In Budapest, I went to see the shoe memorial. Not knowing all the details of its history, I had only heard that it was an independent art installation to honor the victims of WWII. It was a bone chilling December evening in Budapest as I made my way through the Pest side of the city to the banks of the Danube where the memorial is located, close to the buildings of Hungary’s Parliament. Shoes on the Danube Promenade was created by film director Can Togay and sculptor Gyula Pauer and consists of 60 pairs of 1940s-style shoes, true to size and detail and wear, and sculpted from iron. The shoes (men’s, women’s, and children’s) are lined up with toes towards the river, and look exactly as if they were just removed by their owners and discarded, mysteriously, so that one’s eyes are sent on a search from their insoles to the river’s water, and onward.
I was so struck by the solemn simplicity of the installation that even now, two months later, I struggle to find a single string of words that does any justice to what I felt as I stood there, riveted, with tears streaming into my collar. I attempted, and failed, to write this article several times, abandoning it for fear I could never do in words what the shoe memorial does in visuals and after reading half a dozen poorly-written accounts of it on the internet, I wondered if there is anybody out there that has succeeded in doing this at all. But then, there is the history involved… and all that it demands of the conscientious onlooker, for I do not believe that one could adequately comprehend the shoe memorial without contemplating the consequences of man against mankind.

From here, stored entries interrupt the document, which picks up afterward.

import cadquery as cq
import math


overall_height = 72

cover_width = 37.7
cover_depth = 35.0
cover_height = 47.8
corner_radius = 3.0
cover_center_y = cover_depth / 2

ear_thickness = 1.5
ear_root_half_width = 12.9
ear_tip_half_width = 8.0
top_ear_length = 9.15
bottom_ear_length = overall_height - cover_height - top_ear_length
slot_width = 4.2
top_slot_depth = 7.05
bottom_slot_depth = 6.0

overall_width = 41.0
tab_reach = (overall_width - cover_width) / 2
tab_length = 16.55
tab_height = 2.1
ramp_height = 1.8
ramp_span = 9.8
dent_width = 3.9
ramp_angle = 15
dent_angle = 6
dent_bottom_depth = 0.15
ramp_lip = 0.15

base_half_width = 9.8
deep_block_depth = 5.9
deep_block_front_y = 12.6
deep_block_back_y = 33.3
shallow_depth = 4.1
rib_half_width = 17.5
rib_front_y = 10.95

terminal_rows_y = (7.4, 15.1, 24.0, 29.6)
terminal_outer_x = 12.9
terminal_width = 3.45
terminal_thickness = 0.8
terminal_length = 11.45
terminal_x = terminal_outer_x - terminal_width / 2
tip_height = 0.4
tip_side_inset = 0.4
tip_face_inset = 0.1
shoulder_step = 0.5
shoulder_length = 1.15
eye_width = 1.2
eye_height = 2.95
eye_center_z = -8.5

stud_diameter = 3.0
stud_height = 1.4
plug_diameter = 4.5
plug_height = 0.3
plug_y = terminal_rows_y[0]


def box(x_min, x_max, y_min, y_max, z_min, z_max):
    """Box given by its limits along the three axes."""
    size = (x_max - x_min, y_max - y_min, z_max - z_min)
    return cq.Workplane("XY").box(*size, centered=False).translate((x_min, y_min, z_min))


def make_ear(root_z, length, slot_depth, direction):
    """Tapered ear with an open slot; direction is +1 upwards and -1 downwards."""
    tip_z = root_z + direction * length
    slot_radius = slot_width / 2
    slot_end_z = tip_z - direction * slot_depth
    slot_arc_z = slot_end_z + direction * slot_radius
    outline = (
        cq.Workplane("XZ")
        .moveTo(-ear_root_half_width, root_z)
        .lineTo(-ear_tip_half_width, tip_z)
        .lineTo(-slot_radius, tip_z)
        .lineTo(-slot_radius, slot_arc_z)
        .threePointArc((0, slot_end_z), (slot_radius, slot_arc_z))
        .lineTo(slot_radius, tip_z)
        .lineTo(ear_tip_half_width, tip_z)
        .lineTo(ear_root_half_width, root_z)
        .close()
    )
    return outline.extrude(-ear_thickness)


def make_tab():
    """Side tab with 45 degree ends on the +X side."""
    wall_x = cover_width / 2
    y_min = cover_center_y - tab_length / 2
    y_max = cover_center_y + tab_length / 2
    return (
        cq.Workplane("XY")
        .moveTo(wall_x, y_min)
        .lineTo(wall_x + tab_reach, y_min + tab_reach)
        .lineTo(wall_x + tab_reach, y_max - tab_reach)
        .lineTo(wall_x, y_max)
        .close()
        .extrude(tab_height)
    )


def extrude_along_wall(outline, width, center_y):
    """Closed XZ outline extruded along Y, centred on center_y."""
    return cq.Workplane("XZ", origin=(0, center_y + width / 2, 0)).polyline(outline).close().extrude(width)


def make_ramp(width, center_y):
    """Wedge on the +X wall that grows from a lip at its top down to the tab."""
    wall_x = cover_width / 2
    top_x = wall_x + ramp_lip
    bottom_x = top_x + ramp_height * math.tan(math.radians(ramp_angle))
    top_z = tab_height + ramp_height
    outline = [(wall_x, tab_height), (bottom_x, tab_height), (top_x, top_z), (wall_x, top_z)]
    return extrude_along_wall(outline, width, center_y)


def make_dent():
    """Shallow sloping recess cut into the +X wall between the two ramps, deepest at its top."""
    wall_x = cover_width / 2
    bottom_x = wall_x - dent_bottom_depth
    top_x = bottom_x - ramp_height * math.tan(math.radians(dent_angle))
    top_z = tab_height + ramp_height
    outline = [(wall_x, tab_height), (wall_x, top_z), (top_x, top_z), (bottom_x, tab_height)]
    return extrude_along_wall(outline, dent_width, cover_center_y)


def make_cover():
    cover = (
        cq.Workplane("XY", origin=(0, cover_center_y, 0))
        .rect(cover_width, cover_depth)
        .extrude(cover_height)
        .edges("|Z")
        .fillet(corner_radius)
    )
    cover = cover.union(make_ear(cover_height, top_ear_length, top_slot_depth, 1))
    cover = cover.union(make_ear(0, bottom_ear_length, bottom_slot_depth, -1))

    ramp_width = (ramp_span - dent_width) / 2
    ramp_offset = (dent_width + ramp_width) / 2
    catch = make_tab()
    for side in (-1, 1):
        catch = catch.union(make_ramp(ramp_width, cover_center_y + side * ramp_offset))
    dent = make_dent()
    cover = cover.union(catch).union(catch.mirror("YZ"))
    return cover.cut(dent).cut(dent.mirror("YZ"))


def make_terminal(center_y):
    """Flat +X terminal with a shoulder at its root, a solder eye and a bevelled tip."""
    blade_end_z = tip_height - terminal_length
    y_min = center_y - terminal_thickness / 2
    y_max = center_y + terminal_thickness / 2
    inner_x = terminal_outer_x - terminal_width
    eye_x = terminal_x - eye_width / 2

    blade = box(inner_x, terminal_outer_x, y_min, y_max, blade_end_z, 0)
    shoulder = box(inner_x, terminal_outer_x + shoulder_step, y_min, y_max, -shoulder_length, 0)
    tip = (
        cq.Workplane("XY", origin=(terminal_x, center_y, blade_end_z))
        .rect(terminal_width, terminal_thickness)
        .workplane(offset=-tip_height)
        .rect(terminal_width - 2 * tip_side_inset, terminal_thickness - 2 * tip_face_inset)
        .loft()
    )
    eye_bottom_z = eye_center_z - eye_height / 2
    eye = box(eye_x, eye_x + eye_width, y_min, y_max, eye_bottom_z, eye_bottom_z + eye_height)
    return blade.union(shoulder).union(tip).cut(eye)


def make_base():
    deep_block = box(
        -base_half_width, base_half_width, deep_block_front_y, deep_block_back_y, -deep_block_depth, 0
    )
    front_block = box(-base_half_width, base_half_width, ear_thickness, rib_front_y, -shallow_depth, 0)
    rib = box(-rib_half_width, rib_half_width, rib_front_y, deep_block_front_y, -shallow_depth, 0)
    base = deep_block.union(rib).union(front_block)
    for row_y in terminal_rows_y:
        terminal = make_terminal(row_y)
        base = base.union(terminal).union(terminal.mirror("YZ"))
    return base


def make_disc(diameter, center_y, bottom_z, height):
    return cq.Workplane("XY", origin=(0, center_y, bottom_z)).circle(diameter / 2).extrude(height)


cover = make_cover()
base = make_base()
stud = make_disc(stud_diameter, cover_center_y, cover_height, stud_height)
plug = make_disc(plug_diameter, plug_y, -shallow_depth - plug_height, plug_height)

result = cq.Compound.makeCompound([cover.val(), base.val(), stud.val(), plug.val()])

The winter of 1944-45 was one of the coldest on record in Hungary. Boulders of ice floated down the Danube river that runs through the center of Budapest, dividing the city into two. In October of 1944, Hitler’s army overthrew the Hungarian government and its leader, Miklos Horthy, who was replaced by the fascist anti-semitic Ferenc Szalasi. Having the same ideologies as Hitler himself, Szalasi quickly established the Arrow Cross Party to publicly terrorize and murder Budapest’s Jews. In just one year, approximately 80,000 Hungarian Jews were sent on a death march to Austria, and 20,000 were executed on the banks of the Danube, along with anybody suspected of collaboration. That winter, the Danube became known as the “Jewish Cemetery.”
Shoes were a valuable commodity during the war. And as the victims of executions would no longer be needing theirs, they were required to remove them at the banks of the river. The shoe strings were pulled out and used to tie their hands and feet. Often, two or three people would be tied together, but only one person out of the group would be shot. When they were thrown into the river this way, the weight of the dead person would drown the others beneath the icy water. Later, their shoes would be sold on the black market, or taken directly for use by the Arrow Cross militiamen.
Just sixty years later, Togay and Pauer’s Shoes on the Danube Promenade was installed, with three iron plaques on which the following is written in Hungarian, English, and Hebrew: “To the memory of the victims shot into the Danube by Arrow Cross militiamen in 1944-45. Erected 16 April 2005.” Indeed, to see the shoe memorial is to imagine, in real time, the men, women, and children who were marched at gunpoint and plunged there, barefoot, to watery graves. And to wonder, perhaps more so, about the people who watched it happening, again and again, from inside their warm homes high above the streets. And I write just 60 years later because when I stood on the banks of the Danube and looked upon the row of remarkably lifelike iron shoes, some of them so, so small, I felt a queasy unease that still lingers in my soul. For there is more than one way to throw your neighbor into a river… and it’s not always the first way that you think. I would sooner drown alongside a good neighbor than turn my back on his demise in the streets.